The Half-Way Girl is a 1925 American silent drama film directed by John Francis Dillon that was filmed around the Jersey Shore.

==Plot==
As described in a film magazine review, Poppy La Rue is given a job in the hotel as “private hostess” (generally a silent film era euphemism for prostitute) as an alternative to jail when her theatrical troupe from the United States is stranded and cannot pay the hotel bill in Singapore. She becomes interested in Phil Douglas, a nerve shattered war veteran disgusted with life. Douglas kills “The Crab” in an attempted theft of Douglas’ wallet. He is put on board the ship Mandalay by Poppy despite that the highest police official in India has threatened to send her to Malay Street if she continues to interest herself in Douglas.
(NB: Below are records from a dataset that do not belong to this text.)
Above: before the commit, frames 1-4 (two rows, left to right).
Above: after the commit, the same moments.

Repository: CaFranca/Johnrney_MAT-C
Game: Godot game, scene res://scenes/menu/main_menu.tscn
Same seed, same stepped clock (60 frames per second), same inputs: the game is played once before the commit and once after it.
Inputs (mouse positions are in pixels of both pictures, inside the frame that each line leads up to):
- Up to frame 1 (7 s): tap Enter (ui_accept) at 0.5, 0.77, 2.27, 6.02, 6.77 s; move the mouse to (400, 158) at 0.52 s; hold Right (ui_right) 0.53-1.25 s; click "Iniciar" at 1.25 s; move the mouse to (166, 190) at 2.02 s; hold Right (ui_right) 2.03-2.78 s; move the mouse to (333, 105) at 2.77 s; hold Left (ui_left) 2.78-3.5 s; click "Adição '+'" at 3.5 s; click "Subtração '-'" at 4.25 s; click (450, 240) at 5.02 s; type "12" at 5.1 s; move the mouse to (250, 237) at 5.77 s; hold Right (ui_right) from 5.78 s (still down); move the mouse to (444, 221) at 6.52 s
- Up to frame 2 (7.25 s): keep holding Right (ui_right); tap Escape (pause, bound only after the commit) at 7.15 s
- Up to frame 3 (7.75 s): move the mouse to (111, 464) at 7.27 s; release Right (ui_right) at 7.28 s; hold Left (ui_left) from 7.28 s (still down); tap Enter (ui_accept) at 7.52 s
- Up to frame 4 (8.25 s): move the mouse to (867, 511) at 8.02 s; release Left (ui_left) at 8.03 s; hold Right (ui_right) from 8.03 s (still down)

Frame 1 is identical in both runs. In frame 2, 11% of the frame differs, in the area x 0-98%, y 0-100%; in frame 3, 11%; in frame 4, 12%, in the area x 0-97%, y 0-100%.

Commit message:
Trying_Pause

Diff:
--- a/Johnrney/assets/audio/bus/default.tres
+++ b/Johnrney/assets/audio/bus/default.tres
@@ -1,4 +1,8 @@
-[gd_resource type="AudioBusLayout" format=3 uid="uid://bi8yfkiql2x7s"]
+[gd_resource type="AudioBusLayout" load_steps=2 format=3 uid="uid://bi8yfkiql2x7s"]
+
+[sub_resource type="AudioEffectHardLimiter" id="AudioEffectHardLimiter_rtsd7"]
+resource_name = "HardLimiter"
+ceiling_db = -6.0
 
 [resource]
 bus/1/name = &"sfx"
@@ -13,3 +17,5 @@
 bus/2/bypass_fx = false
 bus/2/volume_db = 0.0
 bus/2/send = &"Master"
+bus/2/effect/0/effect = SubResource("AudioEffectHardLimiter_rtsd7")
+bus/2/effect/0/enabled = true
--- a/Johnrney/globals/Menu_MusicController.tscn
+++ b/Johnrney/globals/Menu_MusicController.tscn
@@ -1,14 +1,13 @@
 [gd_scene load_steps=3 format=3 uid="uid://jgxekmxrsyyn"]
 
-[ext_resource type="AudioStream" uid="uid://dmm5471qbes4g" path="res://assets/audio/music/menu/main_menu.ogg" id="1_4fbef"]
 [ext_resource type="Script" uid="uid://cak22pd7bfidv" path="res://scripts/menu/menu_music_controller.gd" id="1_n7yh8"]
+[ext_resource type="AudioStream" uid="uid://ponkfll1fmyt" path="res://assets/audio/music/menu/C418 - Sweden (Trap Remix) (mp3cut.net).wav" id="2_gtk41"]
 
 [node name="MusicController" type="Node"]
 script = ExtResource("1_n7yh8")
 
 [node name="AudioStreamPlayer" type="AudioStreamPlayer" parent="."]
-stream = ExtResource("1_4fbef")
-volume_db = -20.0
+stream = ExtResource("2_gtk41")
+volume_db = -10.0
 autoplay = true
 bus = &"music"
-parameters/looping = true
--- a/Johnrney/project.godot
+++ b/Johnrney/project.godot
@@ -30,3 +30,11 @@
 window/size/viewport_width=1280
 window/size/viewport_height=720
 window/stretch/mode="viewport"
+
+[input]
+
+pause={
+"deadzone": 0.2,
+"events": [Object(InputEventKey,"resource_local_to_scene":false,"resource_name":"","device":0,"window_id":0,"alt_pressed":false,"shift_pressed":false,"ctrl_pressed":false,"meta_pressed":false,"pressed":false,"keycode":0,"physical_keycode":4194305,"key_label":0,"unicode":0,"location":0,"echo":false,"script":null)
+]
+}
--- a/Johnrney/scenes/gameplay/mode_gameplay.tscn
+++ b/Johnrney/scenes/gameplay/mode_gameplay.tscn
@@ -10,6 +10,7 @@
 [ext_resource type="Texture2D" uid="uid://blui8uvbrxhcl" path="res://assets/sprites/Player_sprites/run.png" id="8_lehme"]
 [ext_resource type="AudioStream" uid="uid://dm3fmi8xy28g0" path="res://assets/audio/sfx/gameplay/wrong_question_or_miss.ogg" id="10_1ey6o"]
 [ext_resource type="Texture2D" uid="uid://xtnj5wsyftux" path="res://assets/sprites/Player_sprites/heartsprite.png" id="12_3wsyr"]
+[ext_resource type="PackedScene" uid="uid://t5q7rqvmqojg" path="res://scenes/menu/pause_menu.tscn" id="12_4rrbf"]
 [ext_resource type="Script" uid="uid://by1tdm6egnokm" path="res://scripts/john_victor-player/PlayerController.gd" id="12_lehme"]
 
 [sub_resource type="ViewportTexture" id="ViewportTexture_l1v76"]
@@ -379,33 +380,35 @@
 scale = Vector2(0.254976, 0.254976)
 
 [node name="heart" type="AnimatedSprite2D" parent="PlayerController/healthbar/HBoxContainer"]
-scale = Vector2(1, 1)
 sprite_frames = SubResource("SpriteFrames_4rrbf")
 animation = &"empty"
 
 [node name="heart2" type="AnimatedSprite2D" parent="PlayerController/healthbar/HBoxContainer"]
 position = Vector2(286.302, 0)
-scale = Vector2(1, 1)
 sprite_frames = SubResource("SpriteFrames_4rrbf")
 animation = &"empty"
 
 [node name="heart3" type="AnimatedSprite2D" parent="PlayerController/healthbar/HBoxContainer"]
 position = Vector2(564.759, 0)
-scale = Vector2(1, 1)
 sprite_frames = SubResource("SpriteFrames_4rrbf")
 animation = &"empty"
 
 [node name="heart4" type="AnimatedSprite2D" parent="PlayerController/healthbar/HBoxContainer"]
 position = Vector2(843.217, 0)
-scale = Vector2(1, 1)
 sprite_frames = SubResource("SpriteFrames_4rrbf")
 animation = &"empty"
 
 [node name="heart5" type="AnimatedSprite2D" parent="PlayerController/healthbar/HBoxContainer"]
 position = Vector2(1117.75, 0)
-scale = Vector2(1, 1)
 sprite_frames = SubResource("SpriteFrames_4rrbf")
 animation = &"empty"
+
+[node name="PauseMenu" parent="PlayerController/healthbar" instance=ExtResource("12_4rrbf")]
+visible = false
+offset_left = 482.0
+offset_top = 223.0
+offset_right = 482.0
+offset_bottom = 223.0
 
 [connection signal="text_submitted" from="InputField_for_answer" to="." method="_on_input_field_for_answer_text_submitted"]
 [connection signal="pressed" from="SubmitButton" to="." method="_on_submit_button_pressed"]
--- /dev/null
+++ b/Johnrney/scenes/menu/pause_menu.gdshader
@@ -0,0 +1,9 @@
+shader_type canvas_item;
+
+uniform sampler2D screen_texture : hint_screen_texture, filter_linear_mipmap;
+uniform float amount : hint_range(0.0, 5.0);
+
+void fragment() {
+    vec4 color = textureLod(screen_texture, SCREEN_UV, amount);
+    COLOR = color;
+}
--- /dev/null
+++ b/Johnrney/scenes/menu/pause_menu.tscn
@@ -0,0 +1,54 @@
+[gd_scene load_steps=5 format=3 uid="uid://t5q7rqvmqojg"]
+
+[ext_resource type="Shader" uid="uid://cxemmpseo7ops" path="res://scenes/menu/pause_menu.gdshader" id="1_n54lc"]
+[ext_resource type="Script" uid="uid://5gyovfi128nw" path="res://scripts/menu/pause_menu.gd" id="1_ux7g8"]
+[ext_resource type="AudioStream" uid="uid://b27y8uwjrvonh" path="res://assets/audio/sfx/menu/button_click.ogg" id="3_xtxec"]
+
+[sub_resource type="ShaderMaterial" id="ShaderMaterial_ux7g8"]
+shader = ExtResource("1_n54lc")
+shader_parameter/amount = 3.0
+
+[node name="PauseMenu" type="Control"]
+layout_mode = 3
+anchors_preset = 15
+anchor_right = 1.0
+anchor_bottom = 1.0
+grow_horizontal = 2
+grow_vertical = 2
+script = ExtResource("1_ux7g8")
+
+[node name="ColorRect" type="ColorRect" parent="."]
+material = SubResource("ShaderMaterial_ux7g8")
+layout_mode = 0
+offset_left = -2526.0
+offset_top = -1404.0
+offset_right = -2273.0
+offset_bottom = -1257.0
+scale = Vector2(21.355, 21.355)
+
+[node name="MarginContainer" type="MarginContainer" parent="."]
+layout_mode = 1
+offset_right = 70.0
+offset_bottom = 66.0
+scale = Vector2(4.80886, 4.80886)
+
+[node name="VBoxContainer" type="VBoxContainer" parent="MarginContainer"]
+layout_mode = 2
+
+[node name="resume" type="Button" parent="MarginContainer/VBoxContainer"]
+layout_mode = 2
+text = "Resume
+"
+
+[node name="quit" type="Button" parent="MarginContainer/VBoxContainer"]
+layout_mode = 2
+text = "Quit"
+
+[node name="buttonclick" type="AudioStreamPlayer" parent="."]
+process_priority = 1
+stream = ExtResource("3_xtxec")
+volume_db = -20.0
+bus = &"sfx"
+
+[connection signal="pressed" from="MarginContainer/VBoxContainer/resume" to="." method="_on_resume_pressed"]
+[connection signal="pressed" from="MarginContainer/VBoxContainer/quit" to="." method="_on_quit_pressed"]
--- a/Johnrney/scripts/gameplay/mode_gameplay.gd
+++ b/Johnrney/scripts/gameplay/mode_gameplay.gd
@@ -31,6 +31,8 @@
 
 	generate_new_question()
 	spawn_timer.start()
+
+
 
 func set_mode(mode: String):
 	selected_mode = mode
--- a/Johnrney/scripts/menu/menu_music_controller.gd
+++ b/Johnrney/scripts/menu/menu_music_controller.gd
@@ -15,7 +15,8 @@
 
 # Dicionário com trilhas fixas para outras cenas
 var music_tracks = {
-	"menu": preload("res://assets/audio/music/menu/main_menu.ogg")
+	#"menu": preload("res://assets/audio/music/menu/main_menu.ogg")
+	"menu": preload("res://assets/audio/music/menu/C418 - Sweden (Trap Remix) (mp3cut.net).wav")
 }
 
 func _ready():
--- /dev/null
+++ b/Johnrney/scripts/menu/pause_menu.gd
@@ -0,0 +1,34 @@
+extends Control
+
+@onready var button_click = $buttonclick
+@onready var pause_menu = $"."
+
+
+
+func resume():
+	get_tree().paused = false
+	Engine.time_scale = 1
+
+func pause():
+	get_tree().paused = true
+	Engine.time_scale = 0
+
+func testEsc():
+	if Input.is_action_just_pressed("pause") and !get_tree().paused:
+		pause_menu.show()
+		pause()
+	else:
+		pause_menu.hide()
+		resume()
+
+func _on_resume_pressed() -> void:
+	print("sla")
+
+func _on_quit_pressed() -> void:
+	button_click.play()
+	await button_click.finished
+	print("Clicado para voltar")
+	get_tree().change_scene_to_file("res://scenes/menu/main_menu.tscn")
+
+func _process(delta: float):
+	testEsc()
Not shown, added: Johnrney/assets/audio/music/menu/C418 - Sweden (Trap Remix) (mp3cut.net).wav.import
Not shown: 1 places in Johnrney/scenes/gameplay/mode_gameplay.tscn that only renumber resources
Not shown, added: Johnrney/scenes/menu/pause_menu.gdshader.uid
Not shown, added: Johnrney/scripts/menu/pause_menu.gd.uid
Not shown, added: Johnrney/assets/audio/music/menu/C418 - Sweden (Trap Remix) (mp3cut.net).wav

She is rescued from Malay Street, the red-light district, and put on the Mandalay by Jardine, a plantation owner, who is determined to have Poppy. The vessel catches fire and Poppy rescues Douglas from the ship's hold, and he rescues Poppy from Jardine's advances. They manage to get in a lifeboat just before the ship explodes, and they are picked up by another ship. It is learned that the police official, mentioned, is the father of Douglas, who wants the couple to separate, but finally he accepts Poppy as a daughter-in-law. Poppy and Douglas are married.

==Cast ==
- Doris Kenyon as Poppy La Rue
- Lloyd Hughes as Phil Douglas
- Hobart Bosworth as John Guthrie
- Tully Marshall as The Crab
- Sam Hardy as Jardine
- Charles Wellesley as Gibson
- Martha O'Dwyer as Miss Brown (credited as Martha Madison)
- Sally Crute as Effie

==Crew==
- Directed by: John Francis Dillon
- Cinematography by: George J. Folsey
- Film Editing by: Marion Fairfax
- Art Direction by: Milton Menasco
- Story by: E. Lloyd Sheldon, Joseph F. Poland and Earle Snell

==Production==
The spectacular fire aboard an ocean liner was shot in color, and to make it even more exciting, a leopard also breaks free on the ship. The Corvallis, a 270-foot Design 1004 ship that was one of the many surplus wooden-hulled cargo ships built by the Emergency Fleet Corporation for World War I, was purchased from the United States Government by First National Pictures for a fraction of her original cost. First National Pictures bought her for the sole purpose of blowing her up in The Half-Way Girl. In June 1925, under the supervision of the United States Coast Guard, the Corvallis, now renamed for the film as the Mandalay, was towed 45 nmi offshore, loaded with dynamite, and blown up while the cameras rolled. It was claimed that blowing up an actual ship saved $25,000 over the cost of creating the scene using miniatures.

==Preservation==
With no prints of The Half-Way Girl located in any archives, it is a lost film.